Monumen Nasional (Monas) adalah Menara setinggi 433 (132 meter) yang terletak di tengah Lapangan Merdeka, Jakarta Pusat, melambangkan perjuangan untuk Indonesia. Konstruksi dimulai pada tahun 1961 di bawah arahan Presiden Soekarno. Monas dibuka untuk umum pada tahun 1975. Hal ini diatapi oleh api ditutupi dengan foil emas. Monumen dan museum yang buka setiap hari dari pukul 08.00 - 15.00 Waktu Indonesia Barat (UTC +7) sepanjang minggu kecuali hari Senin terakhir setiap bulan ketika monumen ini ditutup.
Latar Belakang :
Setelah pemerintah Indonesia kembali ke Jakarta dari Yogyakarta pada tahun 1950 menyusul pengakuan Belanda atas kemerdekaan Indonesia, Presiden Soekarno mulai merenungkan pembangunan monumen nasional sebanding dengan Menara Eiffel di alun-alun di depan Istana Presiden. Pada tanggal 17 Agustus 1954, sebuah Monumen Nasional Komite didirikan dan kompetisi desain diadakan pada tahun 1955. Ini menarik 51 entri, namun hanya satu desain, oleh Frederich Silaban, bertemu salah satu kriteria yang ditentukan oleh panitia, yang termasuk mencerminkan karakter Indonesia di sebuah gedung yang mampu berlangsung selama berabad-abad. Sebuah kompetisi ulangi diadakan pada tahun 1960, tetapi sekali lagi, tidak ada entri 136 memenuhi kriteria. Ketua tim juri kemudian meminta Silaban untuk menunjukkan desain untuk Sukarno.
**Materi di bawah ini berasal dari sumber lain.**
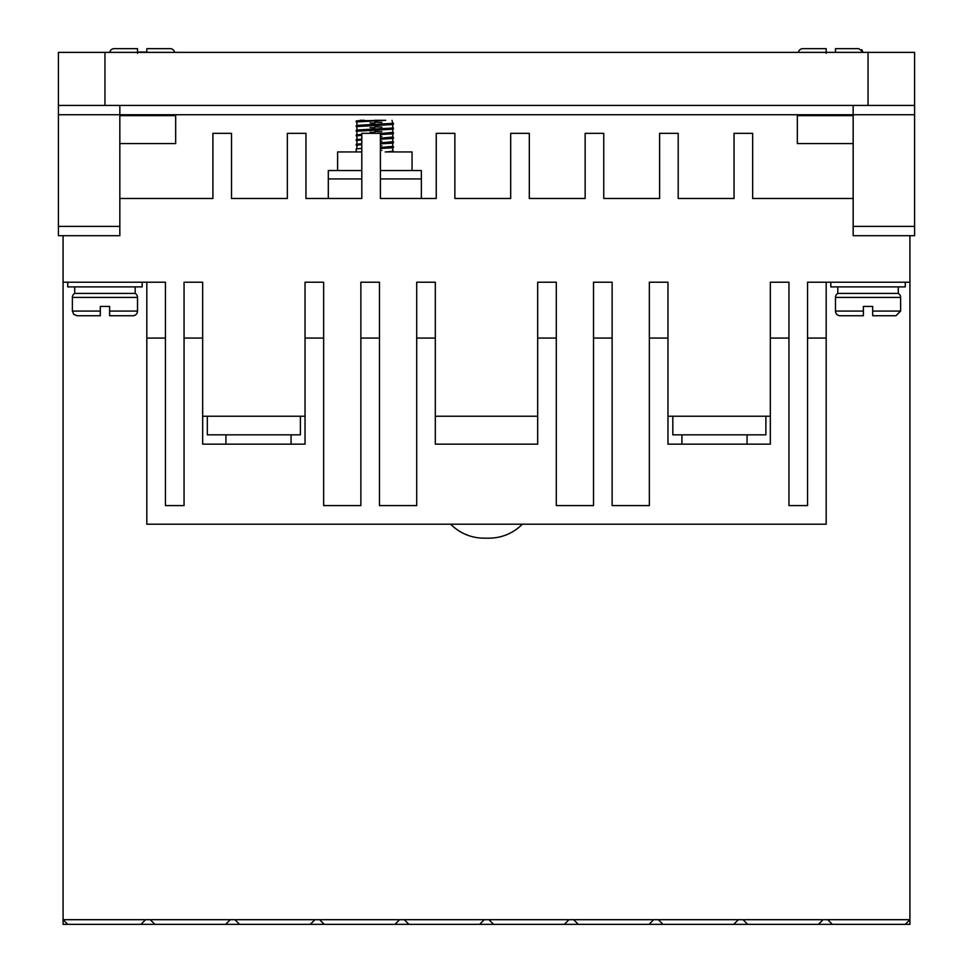 <?xml version="1.0" encoding="UTF-8"?>
<svg xmlns="http://www.w3.org/2000/svg" width="973" height="973" viewBox="0 0 973 973"><rect width="100%" height="100%" fill="white"/><g stroke="black" fill="none" stroke-linecap="round" stroke-linejoin="round"><path stroke-width="1.46" d="M522.331 524.192A46.534 46.534 0 0 1 489.103 538.154L483.897 538.154A46.534 46.534 0 0 1 450.669 524.192M900.621 311.08L872.696 311.08L872.696 315.739L895.963 315.739L872.696 315.739L872.696 306.422L863.392 306.422L863.392 315.739L840.125 315.739A4.658 4.658 0 0 1 835.479 311.08L835.479 297.434A4.658 4.658 0 0 1 837.802 293.396L898.298 293.396A4.658 4.658 0 0 1 900.621 297.434L900.621 311.08L895.963 315.739M72.379 297.434A4.658 4.658 0 0 1 74.702 293.396L135.198 293.396A4.658 4.658 0 0 1 137.521 297.434L137.521 311.08A4.658 4.658 0 0 1 132.875 315.739L109.608 315.739L109.608 306.422L100.304 306.422L100.304 315.739L77.037 315.739L100.304 315.739L100.304 311.08L72.379 311.08L72.379 297.434L137.521 297.434M812.212 48.65L802.907 48.65A4.658 4.658 0 0 0 798.346 52.372A4.658 4.658 0 0 1 802.907 48.65L826.174 48.65L826.174 52.372M123.559 48.65L114.255 48.65A4.658 4.658 0 0 0 109.694 52.372A4.658 4.658 0 0 1 114.255 48.65L137.521 48.65L137.521 52.372M146.826 52.372L146.826 48.65L170.093 48.65A4.658 4.658 0 0 1 174.654 52.372M137.521 52.068L146.826 52.068M137.521 53.308L137.521 48.65M826.174 53.308L826.174 48.65M830.82 282.231L830.82 286.889L905.267 286.889L905.267 282.231M67.733 282.231L67.733 286.889L142.18 286.889L142.18 282.231M412.053 170.555L412.053 151.946L385.199 151.946M361.798 151.946L337.607 151.946L337.607 170.555M747.069 444.162L747.069 434.846M681.927 444.162L681.927 434.846M291.073 444.162L291.073 434.846M225.931 444.162L225.931 434.846M898.298 293.396L898.298 286.889M837.802 293.396L837.802 286.889M135.198 293.396L135.198 286.889M74.702 293.396L74.702 286.889M363.951 120.311L356.215 121.005L356.215 121.941L385.697 120.311L356.921 120.822M393.445 123.328L358.709 125.274L356.215 125.663L356.215 126.587L390.951 124.653L393.445 124.264L392.618 123.109M393.445 127.986L358.709 129.92L356.215 130.309L356.215 131.246L390.951 129.3L393.445 128.91L392.618 127.755M392.618 132.413L380.407 133.581M361.798 134.383L356.215 134.967L356.215 135.892L361.798 135.308M380.407 134.517L390.951 133.958L393.445 133.569L393.445 132.632M392.618 137.059L380.407 138.239M361.798 139.03L356.215 139.613L356.215 140.55L361.798 139.966M380.407 139.163L390.951 138.604L393.445 138.227L393.445 137.29M392.618 141.717L380.407 142.885M361.798 143.688L356.215 144.272L356.215 145.196L361.798 144.612M380.407 143.822L390.951 143.262L393.445 142.873L393.445 141.949M392.618 146.364L380.407 147.543M361.798 148.346L356.215 148.918L356.215 151.946M380.407 148.468L390.951 147.92L393.445 147.531L393.445 146.595M374.824 122.172L381.89 122.452M374.824 123.097L370.093 122.914M357.042 122.16L356.215 121.941M374.824 126.818L381.89 127.11M374.824 127.755L370.093 127.572M357.042 126.818L356.215 126.587M374.824 131.477L381.89 131.756M374.824 132.401L370.093 132.219M357.042 131.464L356.215 131.246M380.407 136.342L381.89 136.415M357.042 136.123L356.215 135.892M380.407 141L381.89 141.061M357.042 140.781L356.215 140.55M380.407 145.658L381.89 145.719M357.042 145.427L356.215 145.196M380.407 150.304L381.89 150.365M392.618 151.022L393.445 151.946M119.837 105.412L119.837 114.729L853.163 114.729L853.163 235.697L914.584 235.697L914.584 105.412L58.416 105.412L58.416 235.697L119.837 235.697L119.837 114.729L58.416 114.729M914.584 114.729L853.163 114.729L853.163 105.412M853.163 115.653L797.325 115.653L797.325 143.566L853.163 143.566M853.163 198.48L752.652 198.48L752.652 133.337L734.043 133.337L734.043 198.48L678.205 198.48L678.205 133.337L659.597 133.337L659.597 198.48L603.759 198.48L603.759 133.337L585.15 133.337L585.15 198.48L529.312 198.48L529.312 133.337L510.691 133.337L510.691 198.48L454.865 198.48L454.865 133.337L436.245 133.337L436.245 198.48L380.407 198.48L380.407 133.337L361.798 133.337L361.798 198.48L305.96 198.48L305.96 133.337L287.351 133.337L287.351 198.48L231.513 198.48L231.513 133.337L212.905 133.337L212.905 198.48L119.837 198.48M63.075 235.697L63.075 282.231L165.446 282.231L165.446 505.583L184.055 505.583L184.055 338.069L202.664 338.069L202.664 282.231L184.055 282.231L184.055 338.069M202.664 416.237L305.036 416.237M323.644 338.069L305.036 338.069L305.036 282.231L323.644 282.231L323.644 505.583L360.874 505.583L360.874 338.069L379.482 338.069L379.482 282.231L360.874 282.231L360.874 338.069M379.482 338.069L379.482 505.583L416.699 505.583L416.699 282.231L435.32 282.231L435.32 444.162L537.68 444.162L537.68 338.069L556.301 338.069L556.301 505.583L593.518 505.583L593.518 338.069L612.126 338.069L612.126 282.231L593.518 282.231L593.518 338.069M435.32 416.237L537.68 416.237M537.68 338.069L537.68 282.231L556.301 282.231L556.301 338.069M612.126 338.069L612.126 505.583L649.356 505.583L649.356 282.231L667.965 282.231L667.965 444.162L770.336 444.162L770.336 338.069L788.945 338.069L788.945 505.583L807.554 505.583L807.554 338.069L826.174 338.069L826.174 282.231L909.925 282.231L909.925 235.697M667.965 416.237L770.336 416.237M770.336 338.069L770.336 282.231L788.945 282.231L788.945 338.069M807.554 338.069L807.554 282.231L826.174 282.231M119.837 143.566L175.675 143.566L175.675 115.653L119.837 115.653M104.95 105.412L104.95 52.372L58.416 52.372L58.416 105.412M914.584 105.412L914.584 52.372L868.05 52.372L868.05 105.412M905.267 924.35L818.402 924.35L823.049 919.692L909.925 919.692L905.267 924.35L909.925 924.35L909.925 282.231M823.049 919.692L63.075 919.692L63.075 924.35L67.733 924.35L63.075 919.692L63.075 282.231M421.358 198.48L421.358 170.555L380.407 170.555M361.798 170.555L328.302 170.555L328.302 198.48M649.356 338.069L667.965 338.069M416.699 338.069L435.32 338.069M305.036 338.069L305.036 444.162L202.664 444.162L202.664 338.069M146.826 282.231L146.826 338.069L165.446 338.069M104.95 52.372L868.05 52.372M818.402 924.35L67.733 924.35M826.174 338.069L826.174 524.192L146.826 524.192L146.826 338.069M765.885 416.237L765.885 434.846L672.817 434.846L672.817 416.237M300.377 416.237L300.377 434.846L207.322 434.846L207.322 416.237M140.915 924.35L145.573 919.692M225.602 924.35L230.26 919.692M150.219 919.692L154.877 924.35M310.29 924.35L314.936 919.692M234.907 919.692L239.565 924.35M394.977 924.35L399.623 919.692M319.594 919.692L324.252 924.35M479.665 924.35L484.311 919.692M404.281 919.692L408.928 924.35M564.34 924.35L568.998 919.692M488.969 919.692L493.615 924.35M649.027 924.35L653.686 919.692M573.644 919.692L578.303 924.35M733.715 924.35L738.373 919.692M658.332 919.692L662.99 924.35M743.019 919.692L747.678 924.35M827.707 919.692L832.353 924.35M393.445 151.253L385.697 151.946M360.046 120.311L364.413 120.311M374.836 120.311L385.685 120.311M863.392 306.422L872.696 306.422M100.304 306.422L109.608 306.422M835.479 311.08L863.392 311.08L863.392 315.739M137.521 311.08L109.608 311.08L109.608 315.739M863.233 52.092L858.745 48.65L849.441 48.65M146.826 48.65L146.826 50.949M835.479 52.372L835.479 48.65L858.745 48.65L835.479 48.65L835.479 50.949M835.479 297.434L900.621 297.434M853.163 226.393L914.584 226.393M58.416 226.393L119.837 226.393M421.358 178.935L380.407 178.935M361.798 178.935L328.302 178.935M392.739 151.07L392.739 147.714M356.921 148.735L356.921 145.391M392.739 146.412L392.739 143.055M356.921 144.089L356.921 140.732M392.739 141.754L392.739 138.409M356.921 139.431L356.921 136.086M392.739 137.108L392.739 133.751M356.921 134.785L356.921 131.428M392.739 132.45L392.739 129.105M379.567 129.895L374.824 130.078M374.824 129.141L367.77 129.433M356.921 130.127L356.921 126.77M392.739 127.804L392.739 124.447M379.567 125.237L374.824 125.42M374.824 124.495L367.77 124.775M356.921 125.468L356.921 122.124M392.727 123.145L391.997 120.311M72.379 311.08L73.741 314.376L77.037 315.739M862.248 50.243L861.64 49.659"/></g></svg>

Namun, Soekarno tidak suka desain karena ia ingin monumen berada dalam bentuk lingga dan yoni. Silaban diminta untuk merancang seperti monumen, tapi desainnya adalah untuk sebuah monumen begitu besar sehingga itu akan menjadi terjangkau mengingat kondisi ekonomi pada saat itu. Silaban menolak untuk merancang sebuah monumen kecil, menunjukkan konstruksi yang ditunda sampai perekonomian Indonesia membaik. Sukarno kemudian meminta arsitek R.M. Soedarsono untuk melanjutkan dengan desain. Soedarsono memasukkan angka 17, 8 dan 45, mewakili 17 Agustus 1945 Proklamasi Kemerdekaan Indonesia, dalam dimensi monumen.
Kontruksi Monas |
Presiden Sukarno Menginspeksi pembangunan Monas |
Konstruksi :
Pembangunan Monas berlangsung dalam tiga tahap. Periode pertama, dari 1961/1962-1964/1965 dimulai dengan dimulainya secara resmi pembangunan pada tanggal 17 Agustus 1961 dengan Sukarno seremonial mengemudi di tiang pancang beton pertama. Sebanyak 284 tumpukan digunakan untuk blok pondasi. Sebuah 360 lanjut tumpukan yang didorong untuk yayasan museum, dengan pekerjaan yang selesai pada bulan Maret 1962. Dinding museum di dasar diselesaikan pada bulan Oktober. Pembangunan obelisk daripada dimulai dan selesai pada bulan Agustus 1963. Bekerja di tahap kedua, 1966-1968 ditunda oleh kekurangan dana dan setelah upaya kudeta Gerakan 30 September. Pada tahap akhir, dari 1969-1976, diorama untuk museum sejarah yang ditambahkan. Masalah tetap setelah konstruksi selesai, dan pekerjaan yang diperlukan untuk memecahkan masalah dengan air bocor ke museum. Monas resmi dibuka untuk umum pada tanggal 12 Juli 1975. Lokasi Monas dikenal sebagai Lapangan Merdeka.
Monumen desain :
Monumen yang menjulang merangkum filosofi Lingga dan Yoni. Lingga menyerupai alu alu dan Yoni menyerupai mortir beras lesung, dua penting alat tradisional Indonesia. Lingga dan Yoni juga melambangkan kehidupan kekal dengan simbol phallic lingga, maskulinitas mewakili, elemen positif, dan siang hari dan Yoni simbol organ perempuan, mewakili feminitas, unsur-unsur negatif, dan malam. Monumen terdiri dari obelisk 117.7m pada platform persegi 45m pada ketinggian 17m, halaman piala. Obelisk itu sendiri dilapisi dengan marmer Italia.
Kolam utara berukuran 25 × 25 m ini dirancang untuk air dingin untuk sistem pendingin udara Monas serta meningkatkan keindahan daerah sekitarnya. Ke utara, ada sebuah patung pahlawan nasional Indonesia Pangeran Diponegoro oleh Cobertaldo pematung Italia.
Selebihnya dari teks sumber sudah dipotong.